This article is part seven of a joint blog series with Simplus on things to consider when merging Salesforce orgs after a merger or acquisition. For an in-depth discussion on this topic with industry experts, register for our virtual event on February 10.
When you hear about mergers and acquisitions in the news, the headline almost always focuses on the size of the deal. And why not? These so-called ‘mega-mergers’ feature acquisitions valued in the tens of billions of dollars and have significant implications for their respective industries. With all this focus on the bottom line, however, other important considerations are often neglected throughout the process.
Take security, for example. A report by West Monroe Partners found that 52% of executives reported discovering a security problem after closing the deal. It was also found that security was the second most common reason M&A deals were abandoned and the second most common reason buyers regretted closing a deal. Finally, 41% of respondents said problems during post-merger integration was their main worry when thinking about issues related to security.
If security concerns are such a roadblock to a successful merger or acquisition, what can be done to mitigate the risk? Let’s examine some steps you can take, both before and after the merge process.
Here are some steps companies should take before merging Salesforce orgs:
Audit and ensure there are no unexpected outcomes of data sets based on any automation. For example, does the acquired contact data require any special treatment as it pertains to marketing of services and campaigns?

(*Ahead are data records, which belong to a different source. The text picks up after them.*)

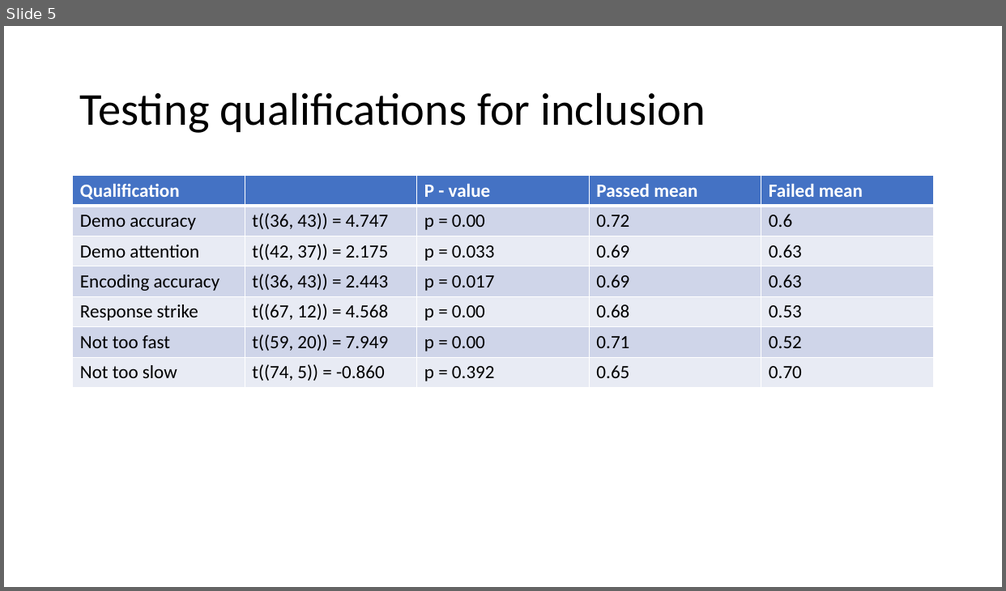
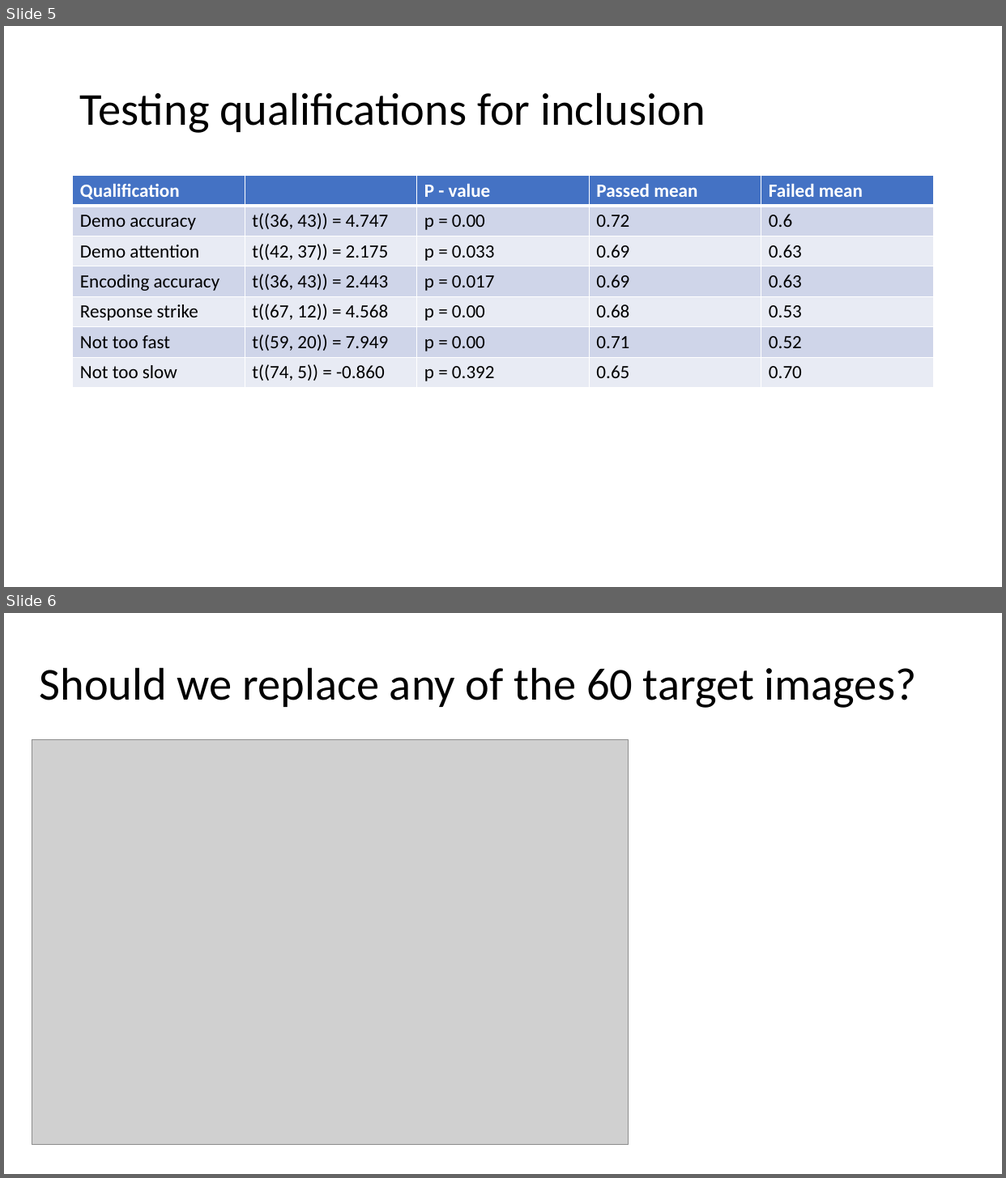
Before and after one commit to edenjenzohar/Visual-memory-task, a slide deck: docs/pilot 1 results.pptx. Shown one above the other, each under a label of ours: slide 5 before the commit, slides 5 and 6 after it. The pictures are 1006x591 and 1006x1178 pixels, drawn with LibreOffice and Linux fonts; fonts in the diff are those of the drawing; grey boxes stand for pictures. Boxes give left, top, right and bottom in pixels: in the first picture for what was removed or moved away, otherwise in the second. Text is boxed around its words. In the diff, an @@ line names an element or a change of style, - is before the commit and + after.

```diff
--- a/docs/pilot 1 results.pptx
+++ b/docs/pilot 1 results.pptx
@@ slide 6 added at [4, 613, 1002, 1174], background #FFFFFF @@
@@ title added at [40, 667, 916, 708], 44 pt, text #000000 @@
+Should we replace any of the 60 target images?
@@ picture added at [32, 739, 629, 1144] @@
```
Also in this commit, not shown: 2 other files.

Understand the data requirements that may pertain to specific regulations such as HIPAA or PCI, determine encryption/access needs, etc.
Assess the impact and risks associated with 3rd party integrations. Is there new data types that should be considered out of scope for 3rd party access. For 3rd party integrations being carried over, ensure proper due diligence was conducted, and the vendors are properly tracked for any compliance needs, updates, ongoing monitoring.
Determine if any contacts are flagged for GDPR, CCPA, or other regulations. Some companies track consent for marketing purposes within Salesforce, for example.
Identify any special fields that may note special requirements or contacts for breach or other security notifications and ensure they are carried over
Limit the amount of data moved to what is necessary
Audit Apex/VisualForce custom code for API/other less restrictive access
As evidenced by the statistics above, once you’ve successfully merged your Salesforce org with the target company’s, you’ve crossed a major hurdle. But there are still security risks to consider when it comes to the new, consolidated org.
Everywhere you look, cyber threats are becoming far more sophisticated, insider threats are pervasive, and consumers are, rightly so, much more concerned about how companies secure their privacy. Meanwhile, government and industry regulations like GDPR, CCPA, HIPAA, SEC 17a-4 and dozens of others were enacted to ensure companies adhere to strict security and privacy procedures.
A common theme in these regulations is that no matter where data resides, the liability for protecting it from unauthorized access or disclosure does not transfer from the owner of the data to its vendors. Whether the data is on a laptop, a local server, on its journey to the cloud, or in the cloud, the company that owns the data is responsible for ensuring its security.
When considering the security of your data, you should rely on a solution that is reputable, has passed Salesforce security reviews, and has built-in platform security features that meet enterprise needs. Saving .CSV files of your Salesforce data within the company hard drive or your laptop should NOT be considered a best practice. Post-merge, your security requirements should include:
Encryption in transit and at rest(where appropriate) to protect data at all times
Role-based Access Controls (RBAC) for restriction over who has access to backups
IP whitelisting for commanding domain access
Two-factor authentication for ensuring only authorized users have access
Single sign-on (SSO) for reducing the number of threat surfaces hackers could access
The bottom line is that organizations must vet the security of the companies with whom they are acquiring or merging. This process is just as important as digging into the financial side of things. At a minimum during the M&A process, companies should bring in a security team to create a security program, evaluate network security policies, and consider important factors such as the effectiveness of firewalls, endpoint protection, and other security tools.